I have adopted a specifications grading scheme for all my courses, the particulars of which make it all but impossible for me to use the gradebook options on Canvas. Responses to others' questions about specs grading in this forum don't really help me, either, as my approach differs in some ways from theirs.
Here's how I do things:
This system makes no use at all of points or percentages or weights. What I need is a gradebook that allows me to
The gradebook on my institution's previous (Sakai-based) LMS didn't let me do this, either, so I took to keeping my own records in Excel. That old system did at least have an app (called PostEm) that allowed me to upload the entire gradebook as a spreadsheet, but then allowed each student access only to her or his own records.
Even if it is not possible for Canvas to include an infinitely flexible gradebook, would it be possible to incorporate something like the function of the PostEm app? Then I could at least update students on their current standing in the course.
@robert_kirkman , welcome to the Canvas Community! Your grading method is unique, but I wonder if there might be a way to make it work in Canvas.
Record the assessment of an assignment as "satisfactory" or "not yet satisfactory;"
Canvas doesn't use these words, but it does have a "complete" and "incomplete" option that could probably work for you. I couldn't find a lot of information about this in Guides, but on this guide - How do I add or edit details in an assignment? - you can see how to set your assignment up using this grading type.
Keep track of multiple submissions of the same assignment;
I'm not sure what you're looking for for this. Canvas does keep track of different submissions made to the same assignment, it just doesn't show up directly in the Gradebook. You can see all submissions for each assignment in Speedgrader.
Customize the conditions under which a particular final grade is assigned, having nothing to do with percentages or points.
Depending on how you wanted to set things up you could have all of your assignments worth whatever number of points you wanted - 1, 0, whatever, but make sure to check the box that the grade doesn't count towards the final course grade. See this guide for how to do this - How do I exclude an assignment from the course's final grades? You could then have another assignment and this one assignment would be labeled as "final course grade." On this assignment you - at the end of the semester, or whenever you assign grades, could go in and assign a course grade. This way the only "grade" that would count is the one you manually input based on the previous work in the course.
Thoughts? Do you think this might work?
I really want to give this a shot but I can't seem to find a way to do specifications grading within Canvas ... or ... at least in a way that makes sense and is seamless. The only things I can think of ...
Would really like to find a way to experiment with this in Summer. I tried specs for +/- on letter grades this term, and it was a disaster.
Regarding multiple submissions, what I mean is that students can revise and resubmit a particular assignment, usually not more than twice, and I need to have some record of their history of submissions.

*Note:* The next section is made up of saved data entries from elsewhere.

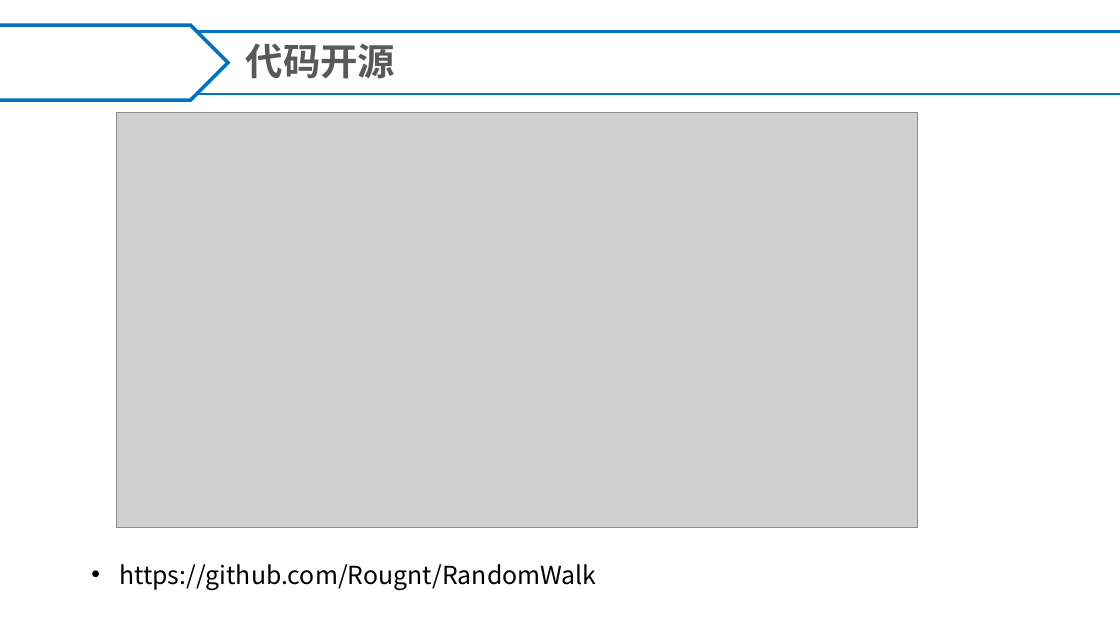
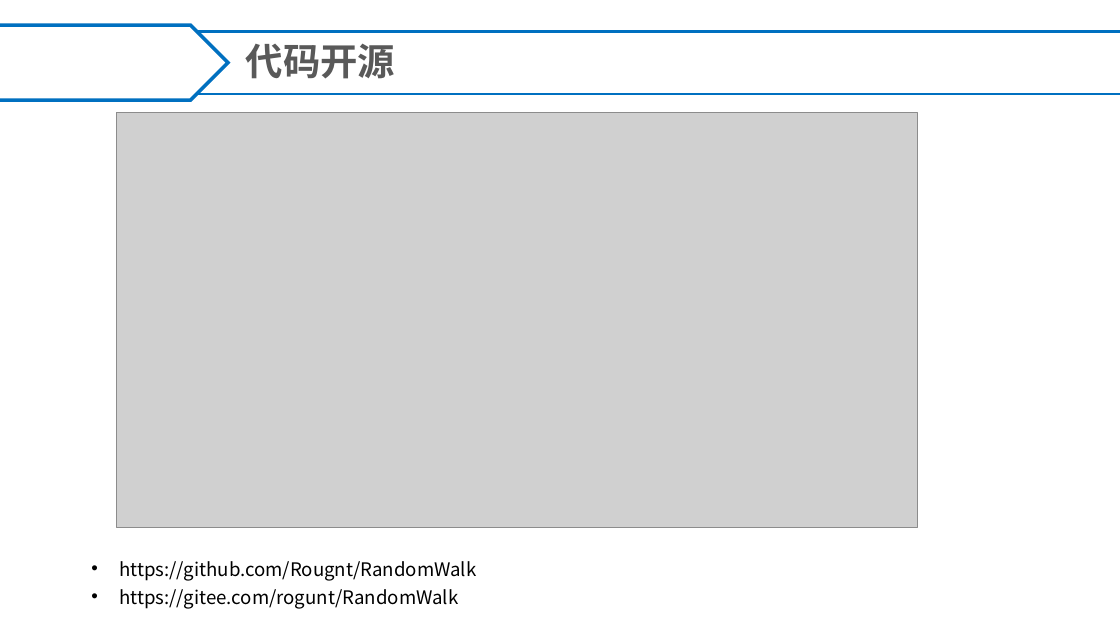
Before and after one commit to Rougnt/RandomWalk, a slide deck: slide 13 of 第10组.pptx. Drawn at 1120x630 pixels with LibreOffice and Linux fonts; fonts in the diff are those of the drawing; grey boxes stand for pictures; background and template pictures are left out. Boxes give left, top, right and bottom in pixels: in the first picture for what was removed or moved away, otherwise in the second. Text is boxed around its words. In the diff, an @@ line names an element or a change of style, - is before the commit and + after.

Commit message:
change ppt

```diff
--- a/第10组.pptx
+++ b/第10组.pptx
@@ text at [119,561,476,581]: size 21.4 to 16 pt in "https://github.com/Rougnt/RandomWalk"; less space between paragraphs @@
@@ text at [119,589,458,609]: paragraph added @@
+• https://gitee.com/rogunt/RandomWalk
```

My current approach is to have a separate page in the Excel spreadsheet I use as a gradebook for each assignment that may be resubmitted, with each resubmission recorded in a separate column.
If I had the possibility of uploading a spreadsheet to Canvas so that each student could see only her or his own row, they could see their history of submissions, too. This was the case with my institutions previous LMS.
I know this is an old post, so I'm not sure how the response will go, but I am new to Canvas and also use specifications grading. I am having a lot of difficulty figuring out how to implement a specs system on Canvas, especially for do-overs. I use an "If then" system. If a student meets certain requirements, then a grade appears (Mastery, Proficiency). If not, then they either get a grade of Developing or Inadequate, in which case they can revise and resubmit. I do not see that Canvas will allow this. The grading schemes seem very outdated and limiting.
@subrudvi Sorry for resurrecting an old post, but could you expand on what you meant when you said " I tried specs for +/- on letter grades this term, and it was a disaster." What about it didn't work?
I'm interested in building specs grading into a couple of the courses I support, but I haven't started thinking through the logistics of how it would work with the gradebook.
Thank you for posting this question. I've decided to start using Specifications/Contract grading as well, and the Canvas gradebook and grading schemes are driving me CRAZY. I want to do the same thing---completely eliminate numerical grading of any kind (points, percentages, or letter grades). I plan to use a similar 3-category system (Pass, Needs Revision, or Missing). I tried to create a new course grading scheme and while I can create these categories in place of the letter grades, they still have to be yoked to percentages.
The problem of resubmission without losing earlier submission for comparison is also frustrating. The only option I can think of are to download all the submissions and somehow keep track of them--a nightmarish prospect.
Have you found any solutions since your post?
I sure haven't. I've been wrestling with this for years. I created my own grading scheme, but since it is still based on percentages, that's what studenst focus on. I'd switched to complete/incomplete grades, but can't do that for quizzes and surveys at all. It's frustrating to want to improve your class and break the cycle of working for a grade only to be thwarted by Canvas itself.
I was just reading about specifications grading today and my first thought was it would be a nightmare in the Canvas gradebook. I can only hope that Canvas can make the gradebook flexible enough to encompass spec grading at some point. As Suzanne said, it's frustrating to find an interesting teaching idea, and one that has been around for half a decade, and then be thwarted by the Canvas gradebook. The only thing I can think of is to have some documents like Robert Talbert (see "Specifications grading: We may have a winner " available so students can keep track of where they are.